Friday followed a similar pattern up until lunch, with 4 fish landed.  The water and air temperature were creeping up steadily.   The water level was falling very slowly, but still allowed fish to run into and through the Tomatin beats.  However, around noon the river went completely dead.  No fish were showing, no takes, nothing.  This was a bit desperate because we still needed a cock fish for supper for 16 people: 10 of the 11 fish taken so far had gone back, and we weren't in the business of killing hens.  The one kept was a coloured 16 lbs cock with one entire gill plate missing, presumably ripped off by a seal, which was judged unlikely to survive to spawn.  The pressure was on and we were running out of time before we might face the degrading decision to send the wives to catch one in the Inverness Tesco.

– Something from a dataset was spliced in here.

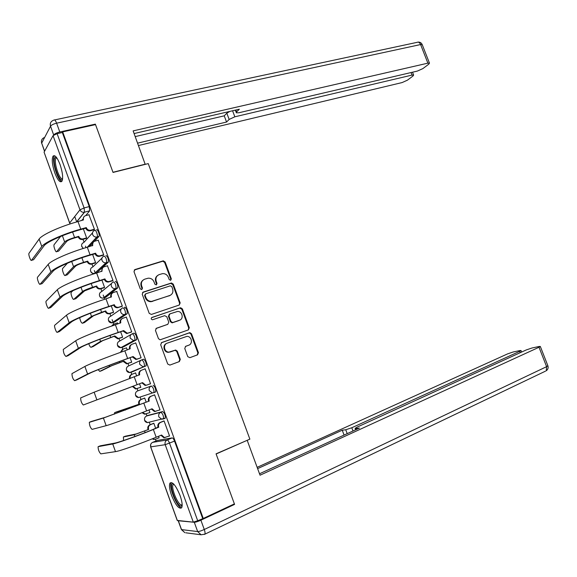 <?xml version="1.0" encoding="UTF-8"?>
<svg xmlns="http://www.w3.org/2000/svg" width="577" height="577" viewBox="0 0 577 577"><rect width="100%" height="100%" fill="white"/><g stroke="black" fill="none" stroke-linecap="round" stroke-linejoin="round"><path stroke-width="0.87" d="M170.669 280.321L171.333 278.864L165.137 262.001L163.291 260.833L134.989 269.553L133.994 271.659L140.261 288.832L141.783 289.611L142.476 288.125L141.661 285.903C140.824 282.665 141.877 280.415 144.813 279.138L148.188 278.186C150.943 278.1 152.891 279.355 154.037 281.944L154.845 284.151L156.345 284.923L157.023 283.451L156.216 281.251C155.379 278.049 156.41 275.82 159.295 274.558L162.584 273.628C165.303 273.534 167.243 274.782 168.39 277.364L169.191 279.549L170.669 280.321M170.648 280.328L170.806 279.225L164.618 262.391L162.772 261.222L134.253 270.043M141.819 289.596L141.985 288.471L141.177 286.257L141.661 285.903M156.353 284.923L156.518 283.812L155.711 281.612L156.216 281.251M164.568 418.433L165.31 418.13C165.433 415.151 164.539 412.966 162.627 411.567L148.275 415.317M60.044 164.517C57.224 157.398 54.887 154.614 53.034 156.158C51.613 159.382 52.211 164.986 54.844 172.985C57.642 180.089 59.979 182.88 61.869 181.351C63.297 178.192 62.684 172.581 60.044 164.517M180.06 495.499C175.927 485.553 172.566 481.406 169.984 483.072C168.974 485.286 169.494 489.383 171.557 495.362C175.632 505.25 179 509.397 181.654 507.803C182.664 505.611 182.13 501.507 180.06 495.499M187.749 356.636L189.862 357.682L197.536 354.841L198.452 352.677L191.506 333.758L189.876 332.612L161.654 342.572L160.68 344.765L167.719 364.037L169.876 365.09L179.353 361.584L180.298 359.384L177.298 351.191L175.704 350.037L169.003 352.093C164.164 352.316 162.685 344.527 167.287 343.142L186.869 336.377C191.636 336.052 193.259 343.813 188.708 345.219L185.693 346.308L184.755 348.479L187.749 356.636M62.677 131.888L95.53 124.61L113.034 172.429L148.246 163.608L249.87 439.155L216.058 453.825L234.392 503.887L203.255 518.478L62.677 131.888L62.33 132.508L57.109 133.662L84.091 207.951L84.53 212.192L76.647 221.957M179.238 305.038L180.175 302.932L173.273 284.151L171.499 282.982L143.219 292.085L142.23 294.22L149.212 313.354L151.383 314.443L179.238 305.038L179.635 303.25L172.739 284.497L170.633 283.401L142.569 292.489M182.375 308.911L189.299 327.758L188.369 329.9L160.096 339.817L158.451 338.649L155.444 330.426L156.425 328.255L167.806 324.31L168.765 322.161L166.789 316.759L164.647 315.677L152.458 319.781C151.008 319.24 150.842 318.461 151.946 317.444L180.673 307.75L182.375 308.911L181.827 309.222L188.737 328.039L189.299 327.758M157.319 440.439L172.198 437.9L167.207 439.962C167.936 440.063 168.715 441.138 169.53 443.194L197.702 520.75L193.302 522.142L177.233 520.432L150.626 446.886M74.743 216.498L76.698 221.9M83.009 239.325L84.062 242.225M85.468 246.105L86.016 247.62M91.952 263.999L92.962 266.783M94.325 270.541L95.248 273.087M100.925 288.76L101.884 291.414M103.204 295.056L104.177 297.746M104.228 297.869L104.711 299.218M109.926 313.607L110.842 316.138M112.118 319.665L113.142 322.493M113.179 322.579L113.748 324.159M118.956 338.533L119.828 340.942M122.158 347.368L122.822 349.193M128.022 363.553L128.851 365.832M131.174 372.252L131.65 374.43C129.868 375.281 129.19 376.694 129.623 378.671M137.117 388.646L137.896 390.809M140.146 397.019L141.033 399.464M146.262 413.904L146.969 415.837M149.27 422.191L150.179 424.694M155.451 439.248L156.064 440.951M203.255 518.478L197.702 520.75M62.33 132.508L89.262 206.573L89.68 210.807L85.728 215.618M82.785 219.21L81.645 220.587M69.637 223.032L44.076 152.169L53.062 135.645L57.109 133.662M86.031 238.467L86.637 237.948L83.34 228.867M93.784 229.826L94.426 229.264L88.952 214.745M103.031 255.286L103.701 254.789L98.184 240.22M94.96 263.098L95.587 262.636L92.623 254.45M112.313 280.84L113.005 280.4L107.437 265.788M103.925 287.815L104.567 287.411L101.927 280.126M121.632 306.488L122.346 306.106L116.705 291.457M112.919 312.619L113.582 312.265L111.274 305.897M130.986 332.222L131.722 331.905L126.305 317.011L125.974 317.235M117.823 323.964L117.405 322.81L117.081 323.026M121.942 337.509L122.627 337.213L120.651 331.761M140.37 358.05L141.127 357.798L135.696 342.846L135.141 343.142M127.25 349.958L126.464 347.794L125.93 348.082M130.993 362.479L131.707 362.241L130.063 357.711M149.789 383.979L150.568 383.77L145.123 368.775L144.38 369.092L145.13 368.818M136.713 376.045L135.559 372.857L134.867 373.153L135.566 372.893M140.081 387.549L140.81 387.355L139.511 383.763M140.11 387.621L140.817 387.362M149.818 384.058L150.568 383.777M91.491 421.412L105.548 417.214L149.248 401.051L103.413 418.036L89.341 422.321C89.428 425.386 90.337 427.745 92.075 429.382L106.161 425.675C110.077 424.708 129.854 417.496 146.616 410.903L152.054 408.776L155.09 411.336L160.045 409.858L154.578 394.798L153.843 395.137M146.19 402.183L144.676 398.015L143.99 398.332M149.01 409.966L149.955 412.569L145.137 414.005L142.62 412.461M169.09 436.111L169.559 436.024L164.063 420.914L163.305 421.188M155.689 428.394L153.828 423.258L153.121 423.518M137.564 390.932L151.311 385.999C153.194 387.34 154.081 389.525 153.958 392.562L152.357 392.944L149.284 390.6C148.743 388.48 149.414 386.951 151.311 385.999L137.564 390.932C135.746 391.841 135.097 393.305 135.609 395.324L138.545 397.553L139.475 397.243M141.855 359.81L143.586 359.182C145.462 360.452 146.334 362.63 146.197 365.724L132.559 371.747L130.373 372.259M132.443 333.708L134.116 333.131C135.977 334.335 136.836 336.514 136.691 339.665L123.55 346.885L121.336 347.383M124.682 307.18C126.529 308.313 127.373 310.491 127.221 313.7L114.571 322.11L112.356 322.608M115.277 281.316C117.109 282.384 117.946 284.562 117.78 287.836L105.62 297.422L103.427 297.941M105.916 255.546C107.733 256.549 108.555 258.727 108.382 262.066L96.705 272.82L94.556 273.368M96.575 229.862C97.542 228.564 100.03 235.228 99.013 236.39L94.325 241.381M92.803 243.004L89.37 246.646M158.675 437.943L159.129 437.864L158.552 436.277M153.756 392.728L155.74 391.877C155.862 388.848 154.982 386.662 153.093 385.328M202.65 518.434L174.535 441.109C173.72 439.061 172.941 437.993 172.198 437.9M157.665 275.445C155.588 276.96 154.939 279.008 155.711 281.612M143.103 280.083C141.055 281.619 140.413 283.675 141.177 286.257M171.78 286.589L170.302 285.824L145.779 293.787L145.087 295.28L145.945 297.624C147.048 300.148 148.938 301.403 151.6 301.396L169.602 295.619C172.458 294.328 173.468 292.085 172.624 288.904L171.78 286.589M145.267 294.133L144.596 295.619L145.087 295.28M170.395 295.273L151.102 301.721C148.44 301.728 146.558 300.473 145.454 297.956L144.596 295.619M188.225 329.95L188.737 328.039M155.941 328.522L167.719 324.353M151.506 317.725L180.269 307.829M179.461 320.264C184.135 318.893 182.31 310.989 177.442 311.479L169.905 313.881L168.953 316.016L170.929 321.411L172.602 322.572L179.772 320.148M169.378 314.184L168.426 316.311L168.953 316.016M178.92 320.56L172.069 322.86L170.395 321.699L168.426 316.311M181.827 309.222L179.721 308.14M188.65 345.241L185.376 346.474M166.623 343.445C162.151 344.959 163.724 352.554 168.47 352.331L170.467 351.84M179.007 361.707L179.75 359.608L176.757 351.436L175.156 350.282L169.934 352.078M197.161 354.978L197.875 352.908L190.944 334.025L189.321 332.879L161.25 342.788M60.607 236.455L54.101 244.698C53.185 245.802 55.789 252.95 56.64 251.673L58.349 251.183M86.211 238.416L82.461 239.469C80.549 239.671 79.186 238.9 78.378 237.147L78.768 236.361L74.57 237.544C69.5 239.066 66.189 240.537 64.638 241.951L56.64 251.673M78.768 236.361L78.854 236.599C79.662 238.359 81.025 239.13 82.944 238.928L86.615 237.897M58.666 251.089L66.744 241.359C67.898 240.313 70.351 239.217 74.108 238.092L78.292 236.909M89.132 214.694L85.612 215.647C83.679 216.389 82.965 217.781 83.485 219.815L78.003 221.582C60.773 226.191 41.789 234.781 39.121 239.073L28.98 253.317C28.172 254.378 30.776 261.569 31.519 260.321L33.293 259.816M93.972 229.776L90.106 230.843C88.137 231.045 86.73 230.245 85.894 228.427L86.312 227.598L80.737 229.141C63.528 233.829 44.516 242.362 41.796 246.523L31.519 260.321M33.581 259.729L43.975 245.91C46.549 242.023 64.227 234.096 80.246 229.725L85.8 228.182M82.929 220.241L83.744 217.017M86.312 227.598L86.399 227.843C87.242 229.66 88.649 230.468 90.618 230.259L90.38 230.778M94.404 229.213L90.892 230.194M67.437 263.213L62.641 268.485C61.732 269.574 64.328 276.607 65.208 275.453L66.961 274.926M95.169 263.04L91.216 264.187C89.385 264.316 88.086 263.545 87.329 261.864L87.733 261.129L83.557 262.362C78.494 263.949 75.161 265.391 73.567 266.689L65.208 275.453M87.733 261.129L87.819 261.367C88.584 263.054 89.882 263.826 91.721 263.696L95.566 262.578M67.228 274.847L75.666 266.062C76.849 265.103 79.316 264.035 83.066 262.86L87.242 261.626M73.005 290.628L71.202 292.344C70.315 293.419 72.89 300.35 73.798 299.312L75.601 298.749M104.17 287.743L100.009 288.983C98.256 289.048 97.023 288.276 96.301 286.661L96.734 285.976L92.565 287.274C87.516 288.918 84.17 290.332 82.525 291.508L73.798 299.312M96.734 285.976L96.821 286.221C97.535 287.836 98.775 288.608 100.535 288.543L104.545 287.346M75.818 298.677L84.617 290.851L96.215 286.423M145.202 164.373L133.136 130.892L427.882 63.16L420.604 44.552L56.604 123.189L59.806 131.996L95.349 124.134L112.977 172.271L145.397 164.149M232.567 110.762L234.839 116.799L412.036 75.089L411.048 72.551M234.839 116.799L229.156 119.425L226.811 113.179L229.855 111.397M137.651 143.139L226.566 122.035L229.156 119.425M138.53 145.519L402.097 82.569L407.405 80.189L412.981 76.013L413.622 75.046L412.036 75.089M53.69 135.032L50.538 126.183L41.681 143.125L44.602 151.196M235.856 110.005L236.592 111.952L236.361 112.811L238.9 112.753L417.373 71.072L422.862 68.605L428.761 64.184L429.461 63.131L427.882 63.16M236.592 111.952L239.332 109.204L134.116 133.554M94.967 124.733L95.349 124.134M59.806 131.996C56.669 132.789 54.642 133.777 53.726 134.968M135.242 136.598L224.237 115.833L226.811 113.179M224.237 115.833L226.566 122.035M194.29 522.279L178.336 520.764L181.531 529.599L197.659 531.561L194.29 522.279C195.668 522.25 197.868 521.55 200.89 520.194L234.572 504.392L216.123 453.991L246.624 440.561M247.252 440.482L260.047 475.203L539.019 347.26L540.324 346.467L539.192 346.467L532.008 347.996L526.195 349.965L357.242 427.059L355.107 428.343L355.735 428.516L356.132 429.562M259.52 473.767L359.421 428.055L355.735 428.516M520.223 352.691L519.697 351.335L521.024 350.542L519.985 350.542L513.205 351.977L507.587 353.889L257.154 467.341M347.195 433.652L345.738 429.764L342.248 430.204L257.623 468.618M345.738 429.764L351.797 427.752L353.016 430.99M519.697 351.335L351.797 427.752M234.572 504.392L233.404 504.348M344.08 435.08L342.248 430.204M62.525 179.411C59.611 183.71 51.894 161.942 54.829 157.73L56.286 157.182M56.705 157.737L55.94 158.329C53.416 161.841 59.474 180.392 62.604 178.74M54.563 155.725L54.252 156.136C51.418 160.103 57.606 180.817 61.797 181.452M182.166 505.466L181.099 506.137C176.519 506.39 168.123 483.201 172.934 483.605L173.331 483.656M173.792 484.125L173.165 484.622C170.727 487.688 177.983 505.257 181.582 504.947L182.159 504.796M169.984 483.072L171.282 482.596C168.289 486.361 177.139 507.955 181.647 507.81M98.386 240.162L94.88 241.164C92.947 241.936 92.248 243.35 92.767 245.398L87.3 247.244C70.134 252.12 51.043 260.523 48.208 264.367L37.519 277.227C36.726 278.28 39.308 285.355 40.08 284.237L41.897 283.689M103.247 255.222L99.179 256.39C97.289 256.527 95.948 255.719 95.162 253.981L95.602 253.202L90.048 254.832C72.897 259.78 53.776 268.132 50.891 271.846L40.08 284.237M42.143 283.617L53.062 271.204C55.796 267.728 73.575 259.975 89.536 255.359L95.075 253.736M92.205 245.831L93.164 242.347M95.602 253.202L95.688 253.447C96.482 255.193 97.823 256 99.713 255.871L100.182 255.762L99.641 256.289M103.68 254.731L100.182 255.762M107.668 265.716L104.177 266.776C102.259 267.577 101.559 269.005 102.079 271.067L96.633 273C79.525 278.136 60.333 286.358 57.325 289.755L46.088 301.208C45.302 302.254 47.877 309.229 48.677 308.226L50.531 307.635M112.573 280.761L108.288 282.03C106.478 282.095 105.209 281.295 104.466 279.621L104.927 278.9L99.395 280.61C82.302 285.831 63.073 293.996 60.022 297.256L48.677 308.226M50.726 307.577L62.186 296.585C65.071 293.527 82.951 285.94 98.855 281.078L104.372 279.376M101.523 271.507L102.648 267.757M104.927 278.9L105.014 279.145C105.757 280.819 107.033 281.626 108.844 281.562L109.5 281.425L108.938 281.893M112.984 280.343L109.5 281.425M79.676 317.66C80.369 321.072 81.285 322.932 82.424 323.25L84.271 322.644M124.531 307.281L124.827 308.096M108.418 298.013L104.473 299.333M113.229 312.518L108.837 313.852C107.163 313.866 105.988 313.095 105.317 311.544L105.764 310.916L101.61 312.272L91.519 316.412L82.424 323.25M105.764 310.916L105.851 311.154C106.529 312.705 107.704 313.477 109.378 313.47L113.561 312.2M84.43 322.593L93.597 315.727L105.23 311.306M88.75 343.683C89.608 346.128 90.38 347.325 91.072 347.275L92.969 346.618M117.441 322.904L114.073 324.036L112.089 325.911M122.396 337.35L117.701 338.814L114.354 336.514L114.823 335.937L100.542 341.404L91.072 347.275M114.823 335.937L118.263 338.483L122.605 337.141M93.077 346.582L102.612 340.69L114.268 336.276M111.628 326.07L113.056 324.591M98.184 369.662L99.756 371.372L101.696 370.672M126.5 347.881L123.139 349.063L120.932 352.201M131.7 362.226L126.601 363.849L123.428 361.57L123.918 361.051L109.594 366.482L99.756 371.372M123.918 361.051L127.185 363.575L131.679 362.168M101.754 370.65L111.664 365.739L123.341 361.332M120.369 352.403L122.396 349.431M116.994 291.371L113.51 292.474C111.592 293.304 110.899 294.753 111.426 296.823L106.002 298.843C88.959 304.252 69.651 312.287 66.478 315.23L54.678 325.277C53.906 326.308 56.467 333.181 57.296 332.294L59.2 331.667M110.871 297.285L110.863 297.263C110.373 295.583 110.82 294.248 112.205 293.26M121.956 306.38L117.434 307.75C115.71 307.757 114.498 306.957 113.799 305.356L114.282 304.685L108.772 306.481C91.743 311.969 72.406 319.947 69.182 322.759L57.296 332.294M59.344 331.616L71.339 322.053C74.39 319.42 92.37 312.006 108.209 306.899L113.712 305.103M114.282 304.685L114.369 304.937C115.075 306.546 116.287 307.346 118.018 307.339L118.848 307.18L118.263 307.591M122.324 306.041L118.848 307.18M126.341 317.105L122.872 318.266C120.968 319.131 120.276 320.603 120.809 322.68L115.4 324.779C98.422 330.462 79.006 338.302 75.666 340.798L63.304 349.417C63.376 352.655 64.256 354.999 65.944 356.442L67.891 355.778M120.254 323.149L120.225 323.055C119.713 321.223 120.247 319.824 121.819 318.85M131.455 332.063L126.623 333.556L123.168 331.176L123.673 330.571L118.177 332.446C101.22 338.209 81.775 345.998 78.378 348.349L65.944 356.442M67.992 355.742L80.528 347.614C83.737 345.407 101.812 338.165 117.6 332.806L123.081 330.931M123.673 330.571L127.221 333.203L128.231 333.023L127.625 333.376M131.693 331.833L128.231 333.023M135.732 342.94L132.27 344.152C130.373 345.046 129.688 346.539 130.222 348.623L124.834 350.809C107.921 356.766 88.396 364.419 84.884 366.453L71.952 373.636C72.031 376.817 72.918 379.168 74.628 380.676L76.611 379.962M129.674 349.107L129.616 348.948C129.089 346.943 129.717 345.479 131.498 344.541M141.12 357.783L135.847 359.457L132.573 357.098L133.099 356.543L127.625 358.505C110.726 364.541 91.173 372.136 87.603 374.033L74.628 380.676M76.662 379.947L89.752 373.269C93.113 371.48 111.296 364.419 127.019 358.807L132.479 356.846M133.099 356.543L136.468 359.161L137.651 358.959L137.023 359.255M141.098 357.718L137.651 358.959M108.195 395.526L133.042 386.251L108.462 395.555M135.588 372.944L132.241 374.177C130.445 375.036 129.775 376.464 130.222 378.454M133.042 386.251L136.143 388.747L140.788 387.282M137.449 388.537L135.537 388.97L132.443 386.475M145.152 368.862L141.704 370.131C139.814 371.054 139.136 372.569 139.67 374.668L94.13 392.201L80.636 397.935C80.715 401.065 81.617 403.417 83.333 404.989L142.555 382.616L83.333 404.989M139.122 375.151L139.043 374.927C138.502 372.829 139.18 371.321 141.069 370.398L141.387 370.268M142.555 382.616L145.757 385.205L147.099 384.989L145.115 385.443L141.92 382.861M150.539 383.698L147.099 384.989M116.576 411.899L139.49 404.066L125.101 409.446L114.621 412.649L114.361 414.171M138.884 404.261L138.79 404.015C138.271 401.981 138.927 400.496 140.759 399.572L141.372 399.378C139.54 400.301 138.884 401.787 139.403 403.828L139.49 404.066M144.704 398.094L141.372 399.378M145.923 413.976L144.517 414.171L142.036 412.692M144.697 398.058L140.759 399.572M148.592 401.253L148.498 401.001C147.964 398.895 148.635 397.365 150.518 396.413L154.593 394.848M154.607 394.884L151.174 396.204C149.284 397.156 148.614 398.693 149.154 400.799L149.248 401.051M155.884 411.307L154.42 411.516L151.412 409.028M125.274 436.212L136.287 433.94L148.671 429.418L134.239 434.762L123.377 436.969L123.608 440.511M148.037 429.548L147.95 429.31C147.431 427.261 148.08 425.761 149.897 424.809L150.532 424.665C148.707 425.617 148.058 427.124 148.585 429.173L148.671 429.418M153.857 423.33L150.532 424.665M152.588 438.7L154.174 439.349L155.776 439.133L159.093 437.77M154.773 439.364L152.076 438.902M153.677 423.294L149.897 424.809M98.256 446.634L98.083 446.778C98.162 449.793 99.085 452.152 100.845 453.861L115.487 451.632L112.731 443.973L98.256 446.634L100.275 445.826L114.852 443.114C118.66 442.501 137.117 435.923 152.674 429.613L157.997 427.175C157.456 425.054 158.12 423.504 159.995 422.523L163.882 420.958M158.091 427.427L153.345 429.476C136.626 436.255 116.77 443.331 112.731 443.973M164.092 420.994L160.673 422.364C158.798 423.352 158.127 424.91 158.675 427.03L158.762 427.283M165.058 437.582L163.767 437.683L160.94 435.296M169.523 435.931L164.459 437.561L161.574 435.036L156.165 437.251C139.461 444.117 119.576 451.135 115.487 451.632M170.806 279.225L171.333 278.864M141.985 288.471L142.476 288.125M156.518 283.812L157.023 283.451M146.565 415.995L160.853 412.267C162.757 413.673 163.652 415.866 163.536 418.844L161.755 419.241L158.848 416.933C158.3 414.805 158.971 413.247 160.853 412.267L162.627 411.567M148.339 415.289L146.637 415.967C144.827 416.904 144.178 418.383 144.697 420.417L147.474 422.616L148.657 422.335M157.434 440.388L152.638 442.357L167.207 439.962C165.325 440.979 164.654 442.559 165.21 444.701L150.705 446.879L177.384 520.627M193.302 522.142L165.21 444.701L174.535 441.109M89.659 210.829L84.35 212.249L89.68 210.807M44.076 152.169L69.687 222.953L79.979 209.819L53.062 135.645M165.08 418.311L163.399 418.981M146.017 365.876L130.842 372.374L129.652 372.569L126.558 370.319C126.046 368.306 126.702 366.864 128.527 365.984L141.271 360.077M136.54 339.803L121.826 347.491L120.802 347.671L117.535 345.399C117.023 343.402 117.686 341.973 119.518 341.122L131.224 334.386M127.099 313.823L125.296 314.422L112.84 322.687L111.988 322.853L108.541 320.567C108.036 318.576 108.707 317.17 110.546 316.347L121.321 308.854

Dalnahoyn upstream Friday noon
showing 2 primary short halt lies and running line
Up in Dalnahoyn Pool the head was deep enough for fish to run through in broad daylight, and it was obvious that they were doing so in numbers.  I needed to confine my efforts to the short halt areas and the run line into the neck in an attempt to ambush a passing cock fish.  There would be fish in the tail pausing after running up from Wade's below, but they would be dispersed over a wider area and required sustained bone-chilling wading to cover all the spots.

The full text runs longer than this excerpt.